Vu les procédures suivantes :

1. Sous le n° 390496, par une requête sommaire et un mémoire complémentaire, enregistrés les 28 mai et 20 août 2015 au secrétariat du contentieux du Conseil d'Etat, le syndicat mixte d'études et de programmation de l'agglomération lyonnaise demande au Conseil d'Etat :

1°) d'annuler pour excès de pouvoir le décret n° 2015-376 du 1er avril 2015 déclarant d'utilité publique les travaux de construction et d'aménagement de la liaison autoroutière entre l'autoroute A 89 (commune de La Tour-de-Salvagny) et l'autoroute A 6 (commune de Limonest), conférant le statut d'autoroute à cette liaison et portant mise en compatibilité du schéma de cohérence territoriale de l'agglomération lyonnaise et du plan local d'urbanisme de la métropole de Lyon sur le territoire des communes de Dardilly, La Tour-de-Salvagny, Limonest et Lissieu ;

2°) de mettre à la charge de l'Etat la somme de 3 500 euros au titre de l'article L. 761-1 du code de justice administrative.

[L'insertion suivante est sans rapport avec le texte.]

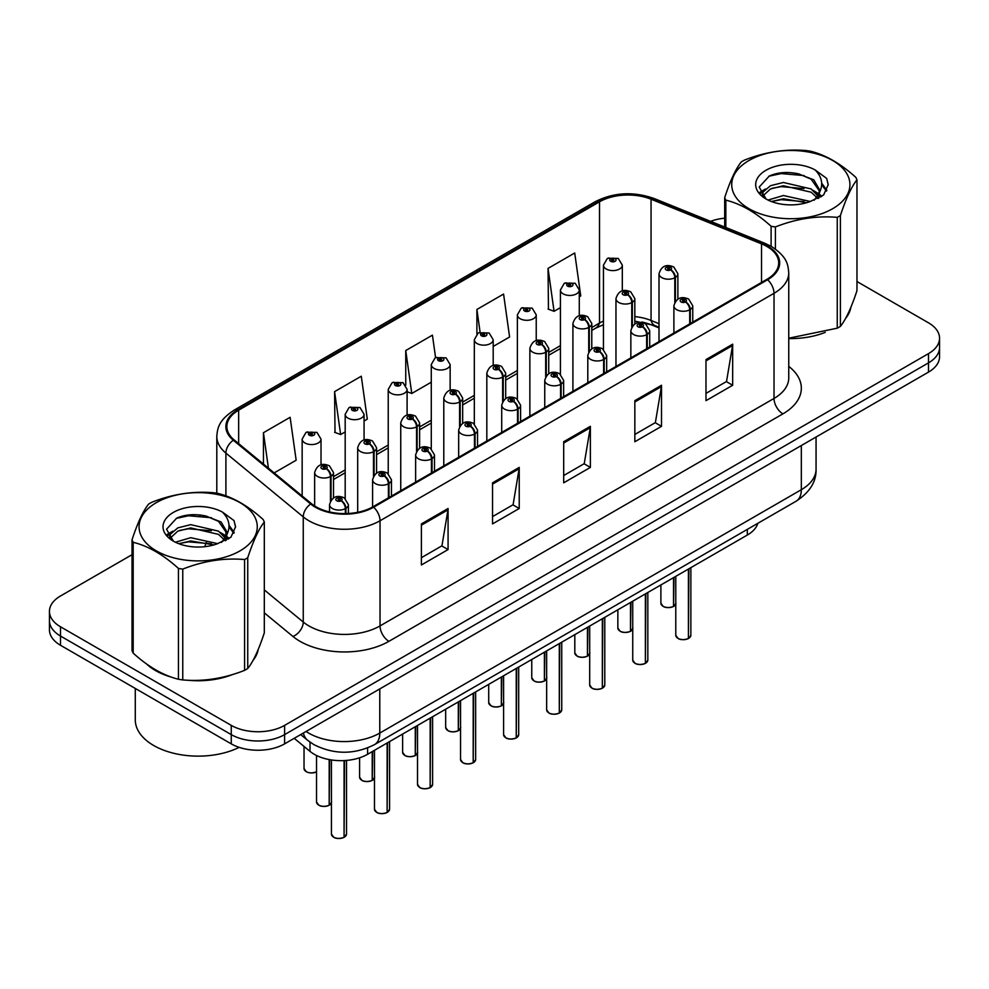 <?xml version="1.0" encoding="UTF-8"?>
<svg xmlns="http://www.w3.org/2000/svg" width="989" height="989" viewBox="0 0 989 989"><rect width="100%" height="100%" fill="white"/><g stroke="black" fill="none" stroke-linecap="round" stroke-linejoin="round"><path stroke-width="1.48" d="M659.008 327.915L652.53 325.294A50.303 29.04 0 0 0 641.873 322.006M757.834 523.317A37.73 21.783 180 0 1 747.325 535.049L367.611 754.273A37.73 21.783 180 0 1 310.014 751.368L294.203 738.326M146.52 663.928A60.366 34.85 0 0 0 155.483 670.542A60.366 34.85 0 0 0 171.592 677.181A60.366 34.85 0 0 1 155.483 670.542A60.366 34.85 0 0 1 146.52 663.928M766.908 246.471A40.252 23.242 180 0 1 778.689 262.901A40.252 23.242 180 0 1 766.908 279.331L372.927 506.788A40.252 23.242 180 0 1 311.498 503.685L234.146 439.907A40.252 23.242 180 0 1 226.864 426.58A40.252 23.242 180 0 1 238.658 410.151L599.519 201.805A40.252 23.242 180 0 1 651.059 199.209L761.53 243.863A40.252 23.242 180 0 1 766.908 246.471M767.612 246.063A41.254 23.823 0 0 0 762.111 243.393L651.64 198.727A41.254 23.823 0 0 0 598.802 201.397L237.941 409.743A41.254 23.823 0 0 0 233.317 440.241L310.67 504.019A41.254 23.823 0 0 0 373.644 507.209L767.612 279.739A41.254 23.823 0 0 0 767.612 246.063M132.031 554.693L60.502 595.984A37.73 21.783 0 0 0 49.45 611.387L49.45 629.869A37.73 21.783 0 0 0 60.502 645.273L231.253 743.864L231.253 734.617A37.73 21.783 0 0 0 284.609 734.617L928.498 362.876A37.73 21.783 0 0 0 939.55 347.473A37.73 21.783 0 0 1 928.498 362.876L284.609 734.617A37.73 21.783 0 0 1 231.253 734.617L60.502 636.038L231.253 734.617L231.253 725.37A37.73 21.783 0 0 0 284.609 725.37L928.498 353.629A37.73 21.783 0 0 0 939.55 338.226A37.73 21.783 0 0 0 928.498 322.822L856.969 281.531M49.45 620.635A37.73 21.783 0 0 0 60.502 636.038A37.73 21.783 0 0 1 49.45 620.635M421.401 523.898L421.401 564.966L448.079 549.563L448.079 508.494L421.401 523.898M421.401 557.685L441.947 545.817L447.968 509.854A10.063 5.81 -120 0 0 448.079 508.494M441.762 545.928L448.079 549.563M492.547 482.817L492.547 523.898L519.225 508.494L519.225 467.414L492.547 482.817M492.547 516.604L513.093 504.736L519.114 468.774A10.063 5.81 -120 0 0 519.225 467.414M512.908 504.847L519.225 508.494M705.985 359.588L705.985 400.669L732.664 385.265L732.664 344.184L705.985 359.588M705.985 393.375L726.532 381.507L732.552 345.544A10.063 5.81 -120 0 0 732.664 344.184M726.359 381.618L732.664 385.265M634.839 400.669L634.839 441.737L661.517 426.333L661.517 385.265L634.839 400.669M634.839 434.455L655.386 422.587L661.406 386.625A10.063 5.81 -120 0 0 661.517 385.265M655.213 422.699L661.517 426.333M563.693 441.737L563.693 482.817L590.371 467.414L590.371 426.333L563.693 441.737M563.693 475.524L584.239 463.668L590.26 427.705A10.063 5.81 -120 0 0 590.371 426.333M584.054 463.767L590.371 467.414M659.008 323.687L651.059 320.473A40.252 23.242 0 0 0 634.827 316.604M603.451 321.079A40.252 23.242 0 0 0 599.519 323.069L591.781 327.532M560.417 345.643L548.734 352.393M517.371 370.504L505.688 377.242M474.324 395.353L462.654 402.09M431.278 420.201L419.608 426.939M388.232 445.05L376.562 451.788M345.186 469.899L333.516 476.649M302.152 494.76L301.274 495.254M788.752 338.559A60.366 34.85 0 0 0 825.234 332.366A60.366 34.85 0 0 1 788.752 338.559M845.62 318.359A60.366 34.85 0 0 0 850.886 307.282A60.366 34.85 0 0 1 845.62 318.359M187.848 680.234A60.366 34.85 0 0 0 232.576 674.535A60.366 34.85 0 0 1 187.848 680.234M252.961 660.528A60.366 34.85 0 0 0 258.228 649.452A60.366 34.85 0 0 1 252.961 660.528M724.69 218.173A37.73 21.783 0 0 0 710.596 221.338M200.68 515.046L199.654 515.652M49.45 611.387A37.73 21.783 0 0 0 60.502 626.791L231.253 725.37M274.163 472.915L296.156 460.219L290.123 417.296L263.445 432.7L263.445 464.076M493.19 346.459L509.595 336.989L503.574 294.067L476.896 309.47L476.896 334.059M579.282 296.762L580.741 295.909L574.72 252.999L548.042 268.402L548.462 309.223M364.063 421.017L367.302 419.138L361.282 376.228L334.591 391.632L335.024 432.453M435.593 357.697L432.428 335.147L405.75 350.551L405.75 385.129M405.75 350.551L411.77 393.474L431.278 382.199M411.77 393.474L407.097 391.731M476.896 309.47L480.085 332.205M548.042 268.402L554.063 311.312L560.417 307.653M554.063 311.312L548.042 309.062M334.591 391.632L340.624 434.542L345.186 431.909M340.624 434.542L334.591 432.292M263.445 432.7L268.427 468.18M231.253 743.864A37.73 21.783 0 0 0 284.609 743.864L928.498 372.111A37.73 21.783 0 0 0 939.55 356.708L939.55 338.226M688.369 638.585C683.894 640.031 680.444 639.982 678.046 638.449L675.784 635.259A7.541 4.352 0 0 0 677.984 638.338A7.541 4.352 0 0 0 688.418 638.461L688.257 638.56A7.294 4.216 180 0 1 678.17 638.437M688.418 638.152L688.888 568.786M690.285 323.576L690.285 309.495A6.293 3.783 -122.2 0 0 685.649 301.905A3.14 1.817 0 0 0 685.55 299.395A3.14 1.817 0 0 0 681.1 299.395A3.14 1.817 0 0 0 681.1 301.966A3.14 1.817 0 0 0 685.451 302.016L684.178 301.212A1.261 0.729 180 0 1 682.843 300.013A1.261 0.729 180 0 1 684.252 301.175L685.649 301.905M685.451 302.016A6.293 3.474 62.1 0 1 689.704 309.829A9.433 5.452 180 0 1 676.649 309.668A9.433 5.452 180 0 1 673.892 305.811C676.303 298.072 681.236 295.835 688.69 299.086L692.757 305.811A9.433 5.452 180 0 1 690.285 309.495M689.704 323.91L689.704 309.829M688.418 638.461L688.418 569.058M673.484 606.517C668.997 607.951 665.56 607.914 663.149 606.381L660.887 603.179A7.541 4.352 0 0 0 663.1 606.269A7.541 4.352 0 0 0 673.534 606.393L673.361 606.492A7.294 4.216 180 0 1 663.285 606.368M673.534 606.084L674.004 577.378M675.388 301.348L675.388 277.427A6.293 3.783 -122.2 0 0 670.752 269.836A3.14 1.817 0 0 0 670.666 267.327A3.14 1.817 0 0 0 666.215 267.327A3.14 1.817 0 0 0 666.215 269.898A3.14 1.817 0 0 0 670.567 269.948L669.281 269.144A1.261 0.729 180 0 1 667.958 267.945A1.261 0.729 180 0 1 669.368 269.107L670.752 269.836M670.567 269.948A6.293 3.474 62.1 0 1 674.807 277.761A9.433 5.452 180 0 1 661.765 277.6A9.433 5.452 180 0 1 659.008 273.743C661.418 266.004 666.351 263.766 673.806 267.018L677.873 273.743A9.433 5.452 180 0 1 675.388 277.427M674.807 302.251L674.807 277.761M673.534 606.393L673.534 577.65M622.316 290.914L622.316 265.151A9.433 5.452 180 0 1 616.493 270.182A9.433 5.452 180 0 1 606.22 269.008A9.433 5.452 180 0 1 603.451 265.151L607.221 258.599A6.293 3.783 57.8 0 1 610.572 258.784A3.14 1.817 0 0 0 610.67 261.306A3.14 1.817 0 0 0 615.109 261.306A3.14 1.817 0 0 0 615.109 258.735A3.14 1.817 0 0 0 610.769 258.673L612.043 259.477A1.261 0.729 180 0 1 613.365 260.688A1.261 0.729 180 0 1 611.956 259.526L610.572 258.784M612.043 260.552L612.043 259.477M610.769 258.673A6.293 3.474 -117.9 0 0 607.827 258.253A6.293 3.474 -117.9 0 0 607.543 258.438M611.956 260.503L611.956 259.526M749.032 160.465A59.117 34.133 -0 0 0 749.032 208.728A59.117 34.133 -0 0 0 832.627 208.728A59.117 34.133 -0 0 0 832.627 160.465A59.117 34.133 -0 0 0 749.032 160.465M788.752 338.201L837.25 328.187A67.92 39.214 -0 0 0 838.857 327.297A67.92 39.214 -0 0 0 840.403 326.382C845.904 319.496 851.43 307.591 856.969 290.667L856.969 179.85A67.92 39.214 -0 0 0 855.819 177.365C840.687 163.655 825.605 154.939 810.547 151.23A67.92 39.214 -0 0 0 806.245 150.563C785.55 148.795 764.93 151.985 744.408 160.131A67.92 39.214 -0 0 0 742.801 161.022A67.92 39.214 -0 0 0 741.256 161.949C735.705 168.921 730.191 180.826 724.69 197.652A67.92 39.214 -0 0 0 725.839 200.137L725.839 227.507M771.111 246.286L771.111 226.271C755.979 212.561 740.885 203.858 725.839 200.137M771.111 226.271A67.92 39.214 -0 0 0 775.413 226.938L775.413 249.055M837.25 328.187L837.25 217.37C816.729 215.577 796.108 218.767 775.413 226.938M837.25 217.37A67.92 39.214 -0 0 0 838.857 216.48A67.92 39.214 -0 0 0 840.403 215.553L840.403 326.382M810.387 201.496L783.387 195.525L768.07 200.062M806.628 202.72L783.387 198.789L771.507 201.546M818.843 198.121L818.583 197.429M817.779 195.797L811.153 188.961L783.387 182.483L770.493 185.697L763.063 192.051L762.086 195.501M816.716 197.417L811.153 192.212L783.387 185.747L770.493 188.961L762.667 196.143M814.194 200.235L818.595 194.128L819.584 189.814L813.799 179.837L798.012 173.743C787.269 171.554 777.688 172.309 769.306 176.017L759.193 187.057L765.981 198.876M818.064 198.529L819.584 192.398M819.498 191.1L811.153 179.17L798.766 173.891M765.981 170.256A35.147 20.287 -0 0 0 765.981 198.95A35.147 20.287 -0 0 0 809.904 201.632L823.614 194.994L828.226 184.597L826.656 178.403L815.134 169.947A35.147 20.287 -0 0 0 765.981 170.256M815.134 169.947C822.452 177.39 823.614 185.438 818.608 194.104M724.69 227.037L724.69 197.652M856.969 179.85C851.467 186.723 845.954 198.628 840.403 215.553M804.045 201.632L781.149 199.679L772.038 201.336M820.771 197.009L819.164 195.711M818.2 195.018L816.555 193.943M804.045 188.59L781.149 186.637L772.038 188.293M763.236 191.73L760.553 193.387M826.483 191.1L821.661 184.77M804.144 175.572L781.149 173.594L768.898 176.215M828.226 184.918L826.656 178.403M821.822 196.317L819.461 194.301M818.744 193.782L813.119 190.407M765.449 188.998L759.948 192.2M826.891 190.333L821.661 183.126M135.283 688.455L135.283 719.831A62.888 36.309 0 0 0 153.703 745.508A62.888 36.309 0 0 0 239.177 747.35M156.373 502.635A59.117 34.133 -0 0 0 156.373 550.898A59.117 34.133 -0 0 0 239.968 550.898A59.117 34.133 -0 0 0 239.968 502.635A59.117 34.133 -0 0 0 156.373 502.635M150.143 503.191A67.92 39.214 -0 0 0 148.597 504.118C143.046 511.09 137.533 522.996 132.031 539.821A67.92 39.214 -0 0 0 133.181 542.306L133.181 653.123C148.239 666.784 163.321 675.499 178.453 679.258A67.92 39.214 -0 0 0 182.755 679.925C203.277 681.73 223.897 678.541 244.592 670.357A67.92 39.214 -0 0 0 246.199 669.466A67.92 39.214 -0 0 0 247.745 668.539C253.246 661.666 258.772 649.761 264.31 632.836L264.31 522.019A67.92 39.214 -0 0 0 263.161 519.534C248.029 505.824 232.947 497.108 217.889 493.4A67.92 39.214 -0 0 0 213.587 492.732C192.892 490.964 172.271 494.154 151.75 502.301A67.92 39.214 -0 0 0 150.143 503.191M178.453 679.258L178.453 568.44C163.321 554.73 148.239 546.015 133.181 542.306M178.453 568.44A67.92 39.214 -0 0 0 182.755 569.108L182.755 679.925M244.592 670.357L244.592 559.539C224.07 557.747 203.45 560.936 182.755 569.108M244.592 559.539A67.92 39.214 -0 0 0 246.199 558.649A67.92 39.214 -0 0 0 247.745 557.722L247.745 668.539M132.031 539.821L132.031 650.638A67.92 39.214 -0 0 0 133.181 653.123M217.728 543.666L190.729 537.695L175.412 542.219M213.97 544.89L190.729 540.958L178.848 543.715M226.184 540.291L225.925 539.598M225.121 537.954L218.507 531.13L190.729 524.652L177.847 527.866L170.405 534.221L169.428 537.67M224.058 539.586L218.507 534.381L190.729 527.916L177.847 531.13L170.009 538.313M221.536 542.405L225.949 536.273L226.926 531.983L221.14 521.994L205.366 515.912C194.61 513.724 185.042 514.478 176.648 518.187L166.535 529.226L173.322 541.045M225.405 540.699L226.926 534.567M226.84 533.269L218.507 521.339L206.12 516.048M173.322 512.426A35.147 20.287 -0 0 0 173.322 541.119A35.147 20.287 -0 0 0 217.246 543.802L230.956 537.163L235.567 526.766L233.997 520.56L222.476 512.117A35.147 20.287 -0 0 0 173.322 512.426M222.476 512.117C229.794 519.559 230.956 527.607 225.949 536.273M264.31 522.019C258.809 528.892 253.295 540.798 247.745 557.722M211.386 543.802L188.491 541.836L179.38 543.493M228.113 539.178L226.506 537.88M225.541 537.175L223.91 536.112M211.386 530.759L188.491 528.794L179.38 530.463M170.578 533.899L167.895 535.556M233.837 533.269L229.015 526.939M211.485 517.742L188.491 515.764L176.24 518.384M235.567 527.088L233.997 520.56M229.164 538.486L226.802 536.471M226.098 535.939L220.46 532.577M172.791 531.167L167.289 534.357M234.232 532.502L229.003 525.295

2. Sous le n° 390504, par une requête sommaire, un mémoire complémentaire et un mémoire en réplique, enregistrés les 28 mai, 28 août 2015 et 6 juillet 2016 au secrétariat du contentieux du Conseil d'Etat, l'association Alcaly, la commune de Dardilly, la commune de Limonest, la commune de Lissieu et Mme D...C...demandent au Conseil d'Etat :

1°) d'annuler pour excès de pouvoir le même décret ;

2°) de mettre à la charge de l'Etat la somme de 7 000 euros au titre de l'article L. 761-1 du code de justice administrative.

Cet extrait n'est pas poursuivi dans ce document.